In modern spatial epidemiology, associations must never be taken at face value. For example, we know that it is not “race” but “racism” that drives multiple health disparities – simply looking at a specific racial/ethnic group is not enough. Thus exploring multiple variables and nurturing a curiosity to understand these complex intersections will support knowledge discovery.
### Cartograms
As a special treat, let's also look at Cartograms, another thematic mapping technique. We need to bring in a new package, `cartogram` to generate these. More details in their [documentation](https://cran.r-project.org/web/packages/cartogram/readme/README.html).
```{r}
#install.packages("cartogram")
library(cartogram)
```
#### Circles Cartogram
First, let's create a classic cartogram, with bubbles being larger or smaller based on size. The package uses the non-overlapping Circles Cartogram (Dorling el al. 1996) algorithm. We add the zip code boundaries for reference, and can map them as a regular spatial object using tmap.
```{r}
carto.Dorling <- cartogram_dorling(zips_final, "Case.Rate...Cumulative", k = 2)
tm_shape(zips_final) + tm_polygons() +
tm_shape(carto.Dorling) + tm_polygons("Case.Rate...Cumulative",
style="jenks", pal="BuPu", legend.hist=T, n=4,) +
tm_layout(legend.outside = TRUE, frame = FALSE, legend.outside.position = "right")
```
Adjust the "k" parameter to get the cartogram bubbles to a manageable size, as it may be difficult to interpret if they grow too much outside of the study area space.
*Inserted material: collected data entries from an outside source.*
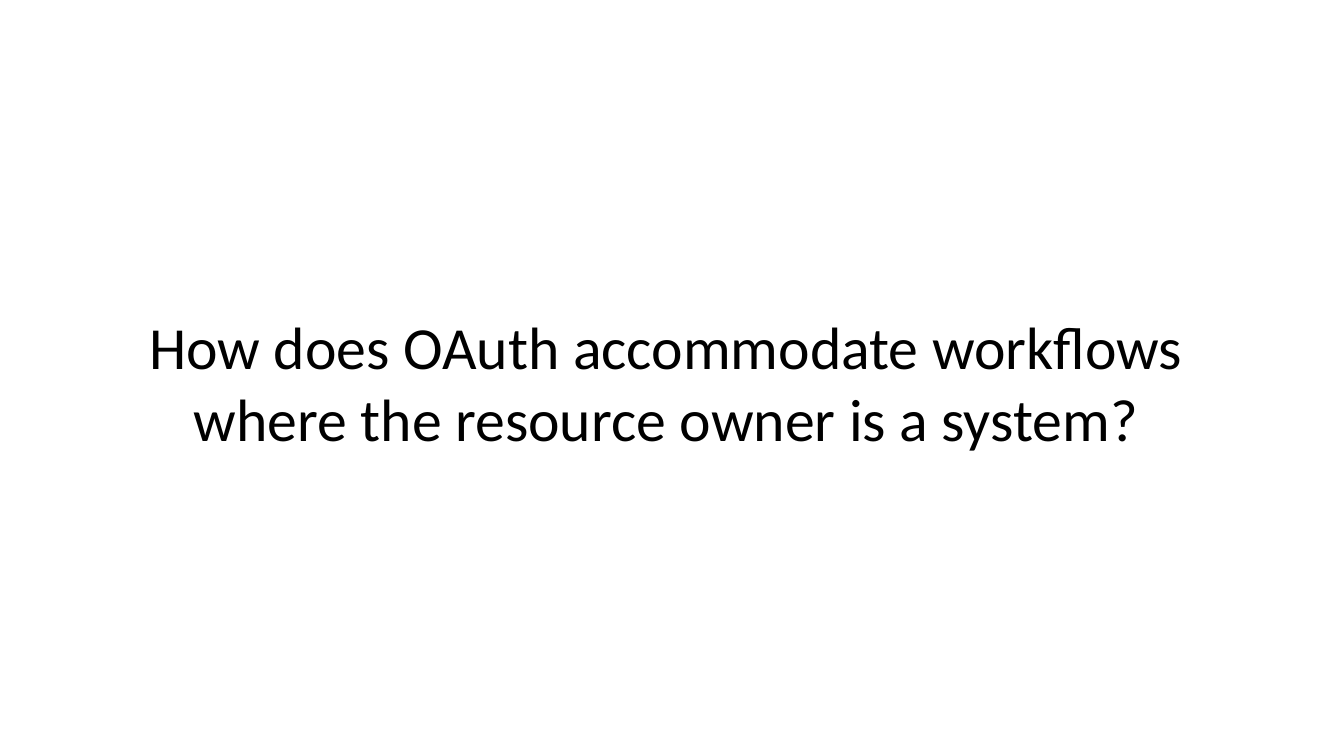
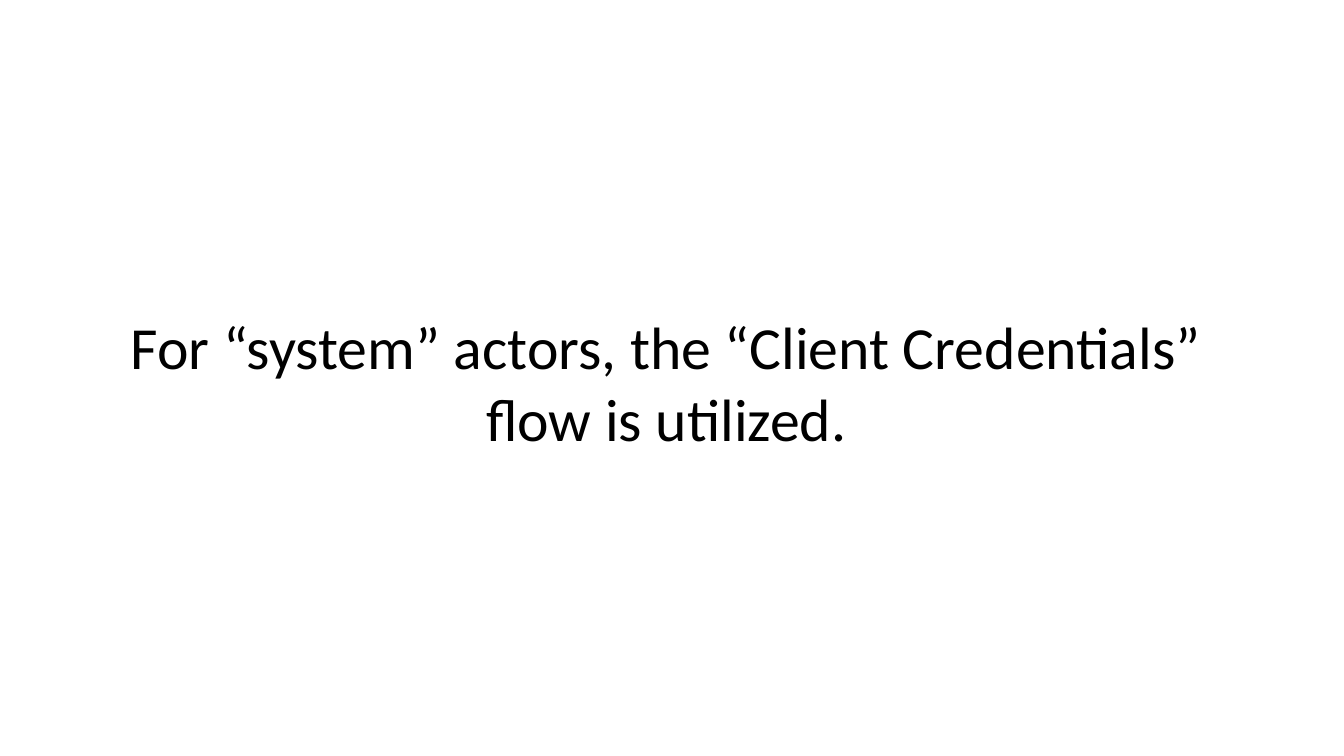
Before and after one commit to cerner/code-learning-lab, a slide deck: slide 42 of smart-authorization-presentation.pptx (slide 37 before the commit). Drawn at 1344x756 pixels with LibreOffice and Linux fonts; fonts in the diff are those of the drawing. Boxes give left, top, right and bottom in pixels: in the first picture for what was removed or moved away, otherwise in the second. Text is boxed around its words. In the diff, an @@ line names an element or a change of style, - is before the commit and + after.

```diff
--- a/smart-authorization-presentation.pptx
+++ b/smart-authorization-presentation.pptx
@@ text at (131,326,1200,442): text changed @@
-How does OAuth accommodate workflows where the resource owner is a system?
+For “system” actors, the “Client Credentials” flow is utilized.
```
Also in this commit, not shown: 3 other slides changed, 9 slides added, 1 slide removed, 1 other file.

In this view, we can see the downtown zip code become much more obvious. Because it has a such a small area size (due to high population density), it is visually minimized in traditional view.
#### Distortion Algorithm
Finally, let's try the rubber sheet distortion algorithm (Dougenik et al. 1985) cartogram. We adjust the k parameter again to get the map to be readable
```{r}
carto.distort <- cartogram_ncont(zips_final, "Case.Rate...Cumulative", k = 1)
tm_shape(zips_final) + tm_polygons() +
tm_shape(carto.distort) + tm_polygons("Case.Rate...Cumulative",
style="jenks", pal="BuPu", legend.hist=T, n=4,) +
tm_layout(legend.outside = TRUE, frame = FALSE, legend.outside.position = "right")
```
How does this view of the data shape your understanding?